• Task statement: Where a line in the records below includes "game", pull that line out.
[[ Dataset extract, beginning ]]
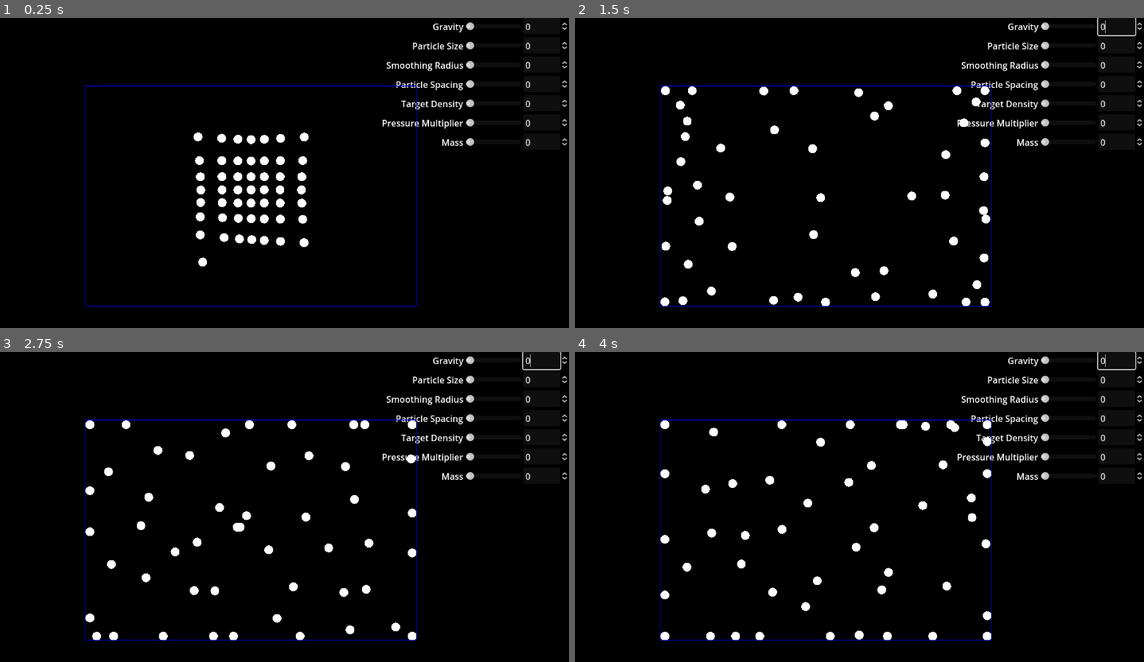
Above: before the commit, frames 1-4 (two rows, left to right).
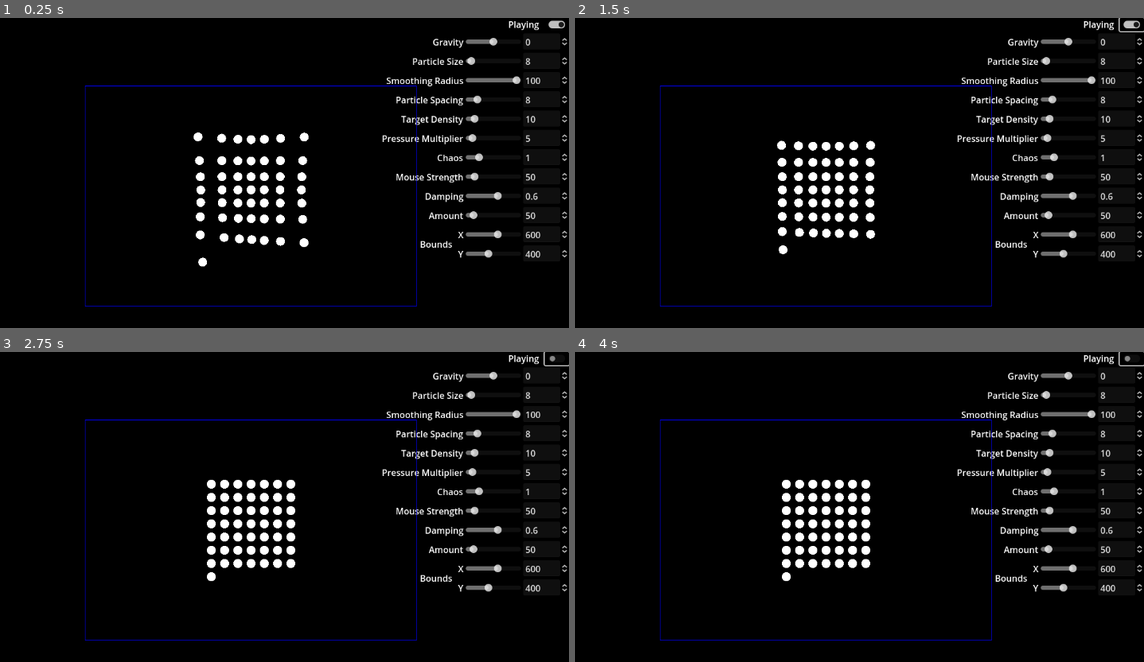
Above: after the commit, the same moments.

Repository: Shuflduf/GodotLiquidSim
Game: Godot game, scene res://main.tscn
The game is run twice, just before and just after one commit, with the same random seed, the same clock (stepped at 60 frames per second) and the same inputs.
Inputs (mouse positions are in pixels of both pictures, inside the frame that each line leads up to):
- Up to frame 1 (0.25 s): no input
- Up to frame 2 (1.5 s): click (1132, 24) at 0.52 s; click (1132, 24) at 1.27 s
- Up to frame 3 (2.75 s): click (557, 358) at 2.02 s
- Up to frame 4 (4 s): move the mouse to (967, 513) at 2.77 s; click (967, 513) at 2.92 s; move the mouse to (700, 547) at 3.52 s; click (700, 547) at 3.67 s

The runs differ from the first frame. In frame 1, 3.8% of the frame differs, in the area x 67-100%, y 0-78%; in frame 2, 7.6%; in frame 3, 7.6%; in frame 4, 7.6%, in the area x 14-100%, y 0-94%.
Error before the commit: Invalid type in function 'set_value' in base 'HBoxContainer (number_slider.gd)'. Cannot convert argument 1 from float to Vector2. (res://value_handlers.gd:5)

Commit message:
SO SO MUCH

Diff:
--- /dev/null
+++ b/bool_slider.gd
@@ -0,0 +1,18 @@
+@tool
+extends HBoxContainer
+
+signal update_value(prop_name: String, new_value: bool)
+
+@export var display_name: String:
+    set(value):
+        display_name = value
+        $Label.text = value
+@export var property_name: String
+
+var default_value: bool
+
+func set_value(value: bool):
+    $CheckButton.button_pressed = value
+
+func _on_check_button_toggled(toggled_on: bool) -> void:
+    update_value.emit(property_name, toggled_on)
--- /dev/null
+++ b/bool_slider.tscn
@@ -0,0 +1,16 @@
+[gd_scene load_steps=2 format=3 uid="uid://7p6mguvmwp1j"]
+
+[ext_resource type="Script" path="res://bool_slider.gd" id="1_uirr3"]
+
+[node name="HBoxContainer" type="HBoxContainer"]
+theme_override_constants/separation = 10
+alignment = 2
+script = ExtResource("1_uirr3")
+
+[node name="Label" type="Label" parent="."]
+layout_mode = 2
+
+[node name="CheckButton" type="CheckButton" parent="."]
+layout_mode = 2
+
+[connection signal="toggled" from="CheckButton" to="." method="_on_check_button_toggled"]
--- a/main.gd
+++ b/main.gd
@@ -12,6 +12,7 @@
 @export_range(0.0, 1.0) var collision_damping: float = 0.6
 @export_range(2, 500) var num_particles: int = 100
 @export var bounds_size: Vector2 = Vector2(600.0, 400.0)
+@export var mouse_strength: float = 50.0
 
 var particle_positions: Array[Vector2]
 var particle_velocities: Array[Vector2]
@@ -39,6 +40,16 @@
     update_densities()
 
 
+func _unhandled_input(event: InputEvent) -> void:
+    if event is InputEventMouseButton:
+        if Input.is_mouse_button_pressed(MOUSE_BUTTON_LEFT) or Input.is_mouse_button_pressed(MOUSE_BUTTON_RIGHT):
+            if event.button_index == MOUSE_BUTTON_WHEEL_DOWN:
+                effect_radius -= 5
+            elif event.button_index == MOUSE_BUTTON_WHEEL_UP:
+                effect_radius += 5
+
+            effect_radius = clamp(effect_radius, 5, 400)
+
 func _process(delta: float) -> void:
     if playing:
         for i in range(particle_positions.size()):
@@ -51,9 +62,9 @@
             if particle_positions[i].distance_squared_to(get_global_mouse_position()) < effect_radius ** 2:
                 var effect_dir = particle_positions[i].direction_to(get_global_mouse_position())
                 if Input.is_mouse_button_pressed(MOUSE_BUTTON_LEFT):
-                    particle_velocities[i] += effect_dir * 50
+                    particle_velocities[i] += effect_dir * mouse_strength
                 elif Input.is_mouse_button_pressed(MOUSE_BUTTON_RIGHT):
-                    particle_velocities[i] += effect_dir * -50
+                    particle_velocities[i] += effect_dir * -mouse_strength
 
             var pressure_force = calculate_pressure_force(i)
             var pressure_accel = pressure_force / densities[i]
--- a/main.tscn
+++ b/main.tscn
@@ -1,8 +1,10 @@
-[gd_scene load_steps=5 format=3 uid="uid://boefshpkw5c1u"]
+[gd_scene load_steps=7 format=3 uid="uid://boefshpkw5c1u"]
 
 [ext_resource type="Script" path="res://main.gd" id="1_bvny7"]
 [ext_resource type="PackedScene" uid="uid://doifiw4dk064w" path="res://number_slider.tscn" id="2_iyhjq"]
 [ext_resource type="Script" path="res://value_handlers.gd" id="2_wdsku"]
+[ext_resource type="PackedScene" uid="uid://7p6mguvmwp1j" path="res://bool_slider.tscn" id="3_d5nkx"]
+[ext_resource type="PackedScene" uid="uid://c8b2dhjgesu0i" path="res://vec2_slider.tscn" id="4_vu2tq"]
 
 [sub_resource type="StyleBoxFlat" id="StyleBoxFlat_x0arq"]
 bg_color = Color(0, 0, 0, 1)
@@ -43,11 +45,17 @@
 grow_vertical = 2
 script = ExtResource("2_wdsku")
 
+[node name="Playing" parent="CanvasLayer/Control/ValueHandlers" instance=ExtResource("3_d5nkx")]
+layout_mode = 2
+display_name = "Playing"
+property_name = "playing"
+
 [node name="Gravity" parent="CanvasLayer/Control/ValueHandlers" instance=ExtResource("2_iyhjq")]
 layout_mode = 2
 display_name = "Gravity"
 property_name = "gravity"
-upper_range = 1000.0
+lower_range = -500.0
+upper_range = 500.0
 
 [node name="ParticleSize" parent="CanvasLayer/Control/ValueHandlers" instance=ExtResource("2_iyhjq")]
 layout_mode = 2
@@ -60,29 +68,69 @@
 layout_mode = 2
 display_name = "Smoothing Radius"
 property_name = "smoothing_radius"
-lower_range = 1.0
-upper_range = 200.0
+upper_range = 100.0
 
 [node name="ParticleSpacing" parent="CanvasLayer/Control/ValueHandlers" instance=ExtResource("2_iyhjq")]
 layout_mode = 2
 display_name = "Particle Spacing"
 property_name = "particle_spacing"
-upper_range = 200.0
+upper_range = 50.0
 
 [node name="TargetDensity" parent="CanvasLayer/Control/ValueHandlers" instance=ExtResource("2_iyhjq")]
 layout_mode = 2
 display_name = "Target Density"
 property_name = "target_density"
-upper_range = 200.0
+upper_range = 100.0
 
 [node name="PressureMultiplier" parent="CanvasLayer/Control/ValueHandlers" instance=ExtResource("2_iyhjq")]
 layout_mode = 2
 display_name = "Pressure Multiplier"
 property_name = "pressure_multiplier"
-upper_range = 200.0
+upper_range = 100.0
 
 [node name="Mass" parent="CanvasLayer/Control/ValueHandlers" instance=ExtResource("2_iyhjq")]
 layout_mode = 2
-display_name = "Mass"
+display_name = "Chaos"
 property_name = "mass"
 upper_range = 5.0
+
+[node name="MouseStrength" parent="CanvasLayer/Control/ValueHandlers" instance=ExtResource("2_iyhjq")]
+layout_mode = 2
+display_name = "Mouse Strength"
+property_name = "mouse_strength"
+upper_range = 500.0
+
+[node name="Damping" parent="CanvasLayer/Control/ValueHandlers" instance=ExtResource("2_iyhjq")]
+layout_mode = 2
+display_name = "Damping"
+property_name = "collision_damping"
+upper_range = 1.0
+
+[node name="Label" parent="CanvasLayer/Control/ValueHandlers/Damping" index="0"]
+text = "Damping"
+
+[node name="HSlider" parent="CanvasLayer/Control/ValueHandlers/Damping" index="1"]
+max_value = 1.0
+step = 0.1
+value = 1.0
+
+[node name="SpinBox" parent="CanvasLayer/Control/ValueHandlers/Damping" index="2"]
+max_value = 1.0
+step = 0.1
+value = 1.0
+
+[node name="Amount" parent="CanvasLayer/Control/ValueHandlers" instance=ExtResource("2_iyhjq")]
+layout_mode = 2
+display_name = "Amount"
+property_name = "num_particles"
+lower_range = 2.0
+upper_range = 625.0
+
+[node name="Bounds" parent="CanvasLayer/Control/ValueHandlers" instance=ExtResource("4_vu2tq")]
+layout_mode = 2
+display_name = "Bounds"
+property_name = "bounds_size"
+lower_range = Vector2(1, 1)
+upper_range = Vector2(1000, 1000)
+
+[editable path="CanvasLayer/Control/ValueHandlers/Damping"]
--- a/number_slider.gd
+++ b/number_slider.gd
@@ -1,63 +1,36 @@
 @tool
 extends HBoxContainer
 
-signal update_value(prop_name: String, new_value: Vector2)
+signal update_value(prop_name: String, new_value: float)
 
 @export var display_name: String:
     set(value):
         display_name = value
         $Label.text = value
 @export var property_name: String
-@export var lower_range: Vector2:
+@export var lower_range: float:
     set(value):
         lower_range = value
-        %HSliderX.min_value = value.x
-        %SpinBoxX.min_value = value.x
-        %HSliderY.min_value = value.y
-        %SpinBoxY.min_value = value.y
-
-@export var upper_range: Vector2:
+        %HSlider.min_value = value
+        %SpinBox.min_value = value
+@export var upper_range: float:
     set(value):
         upper_range = value
-        %HSliderX.max_value = value.x
-        %SpinBoxX.max_value = value.x
-        %HSliderY.max_value = value.y
-        %SpinBoxY.max_value = value.y
+        %HSlider.max_value = value
+        %SpinBox.max_value = value
 
-var default_value: Vector2
-var current_value: Vector2
+var default_value: float
 
-#func _on_h_slider_value_changed(value: float) -> void:
-    ##$HSlider.value = value
-    ##$SpinBox.value = value
-#
-    #update_value.emit(property_name, value)
-#
-#
-#func _on_spin_box_value_changed(value: float) -> void:
-    #_on_h_slider_value_changed(value)
+func _on_h_slider_value_changed(value: float) -> void:
+    $HSlider.value = value
+    $SpinBox.value = value
 
-func set_value(value: Vector2):
-    current_value = value
-    %HSliderX.value = value.x
-    %SpinBoxX.value = value.x
-    %HSliderY.value = value.y
-    %SpinBoxY.value = value.y
+    update_value.emit(property_name, value)
 
 
-func _on_h_slider_y_value_changed(value: float) -> void:
-    pass # Replace with function body.
+func _on_spin_box_value_changed(value: float) -> void:
+    _on_h_slider_value_changed(value)
 
-
-func _on_spin_box_y_value_changed(value: float) -> void:
-    pass # Replace with function body.
-
-
-func _on_h_slider_x_value_changed(value: float) -> void:
-    %SpinBoxX.value = value
-    %HSliderX.value = value
-    current_value.x = value
-
-
-func _on_spin_box_x_value_changed(value: float) -> void:
-    _on_h_slider_x_value_changed(value)
+func set_value(value: float):
+    %HSlider.value = value
+    %SpinBox.value = value
--- a/number_slider.tscn
+++ b/number_slider.tscn
@@ -10,11 +10,13 @@
 layout_mode = 2
 
 [node name="HSlider" type="HSlider" parent="."]
+unique_name_in_owner = true
 custom_minimum_size = Vector2(100, 0)
 layout_mode = 2
 size_flags_vertical = 4
 
 [node name="SpinBox" type="SpinBox" parent="."]
+unique_name_in_owner = true
 layout_mode = 2
 size_flags_horizontal = 0
 
--- a/value_handlers.gd
+++ b/value_handlers.gd
@@ -1,10 +1,12 @@
 extends VBoxContainer
+
+@onready var world: Node2D = $"../../.."
 
 func _ready() -> void:
     for child in get_children():
-        child.set_value($"../../..".get(child.property_name))
-        child.set(&"default_value", $"../../..".get(child.property_name))
+        child.set_value(world.get(child.property_name))
+        child.set(&"default_value", world.get(child.property_name))
         child.update_value.connect(
-            func(prop_name: String, new_value: float):
-                $"../../..".set(prop_name, new_value)
+            func(prop_name: String, new_value: Variant):
+                world.set(prop_name, new_value)
         )
--- /dev/null
+++ b/vec2_slider.gd
@@ -0,0 +1,69 @@
+@tool
+extends HBoxContainer
+
+signal update_value(prop_name: String, new_value: Vector2)
+
+@export var display_name: String:
+    set(value):
+        display_name = value
+        $Label.text = value
+@export var property_name: String
+@export var lower_range: Vector2:
+    set(value):
+        lower_range = value
+        %HSliderX.min_value = value.x
+        %SpinBoxX.min_value = value.x
+        %HSliderY.min_value = value.y
+        %SpinBoxY.min_value = value.y
+
+@export var upper_range: Vector2:
+    set(value):
+        upper_range = value
+        %HSliderX.max_value = value.x
+        %SpinBoxX.max_value = value.x
+        %HSliderY.max_value = value.y
+        %SpinBoxY.max_value = value.y
+
+var default_value: Vector2
+var current_value: Vector2
+
+#func _on_h_slider_value_changed(value: float) -> void:
+    ##$HSlider.value = value
+    ##$SpinBox.value = value
+#
+    #update_value.emit(property_name, value)
+#
+#
+#func _on_spin_box_value_changed(value: float) -> void:
+    #_on_h_slider_value_changed(value)
+
+func set_value(value: Vector2):
+    current_value = value
+    %HSliderX.value = value.x
+    %SpinBoxX.value = value.x
+    %HSliderY.value = value.y
+    %SpinBoxY.value = value.y
+
+
+func _on_h_slider_y_value_changed(value: float) -> void:
+    %SpinBoxY.value = value
+    %HSliderY.value = value
+    current_value.y = value
+
+    update_value.emit(property_name, current_value)
+
+
+func _on_spin_box_y_value_changed(value: float) -> void:
+    _on_h_slider_y_value_changed(value)
+
+
+func _on_h_slider_x_value_changed(value: float) -> void:
+    %SpinBoxX.value = value
+    %HSliderX.value = value
+    current_value.x = value
+
+    update_value.emit(property_name, current_value)
+
+
+func _on_spin_box_x_value_changed(value: float) -> void:
+    _on_h_slider_x_value_changed(value)
--- a/vec2_slider.tscn
+++ b/vec2_slider.tscn
@@ -1,13 +1,11 @@
 [gd_scene load_steps=2 format=3 uid="uid://c8b2dhjgesu0i"]
 
-[ext_resource type="Script" path="res://number_slider.gd" id="1_4kjko"]
+[ext_resource type="Script" path="res://vec2_slider.gd" id="1_g5f7b"]
 
 [node name="HBoxContainer" type="HBoxContainer"]
 theme_override_constants/separation = 10
 alignment = 2
-script = ExtResource("1_4kjko")
-lower_range = 0.0
-upper_range = 0.0
+script = ExtResource("1_g5f7b")
 
 [node name="Label" type="Label" parent="."]
 layout_mode = 2
[[ Dataset extract, end ]]
• Completed exercise:
Game: Godot game, scene res://main.tscn
The game is run twice, just before and just after one commit, with the same random seed, the same clock (stepped at 60 frames per second) and the same inputs.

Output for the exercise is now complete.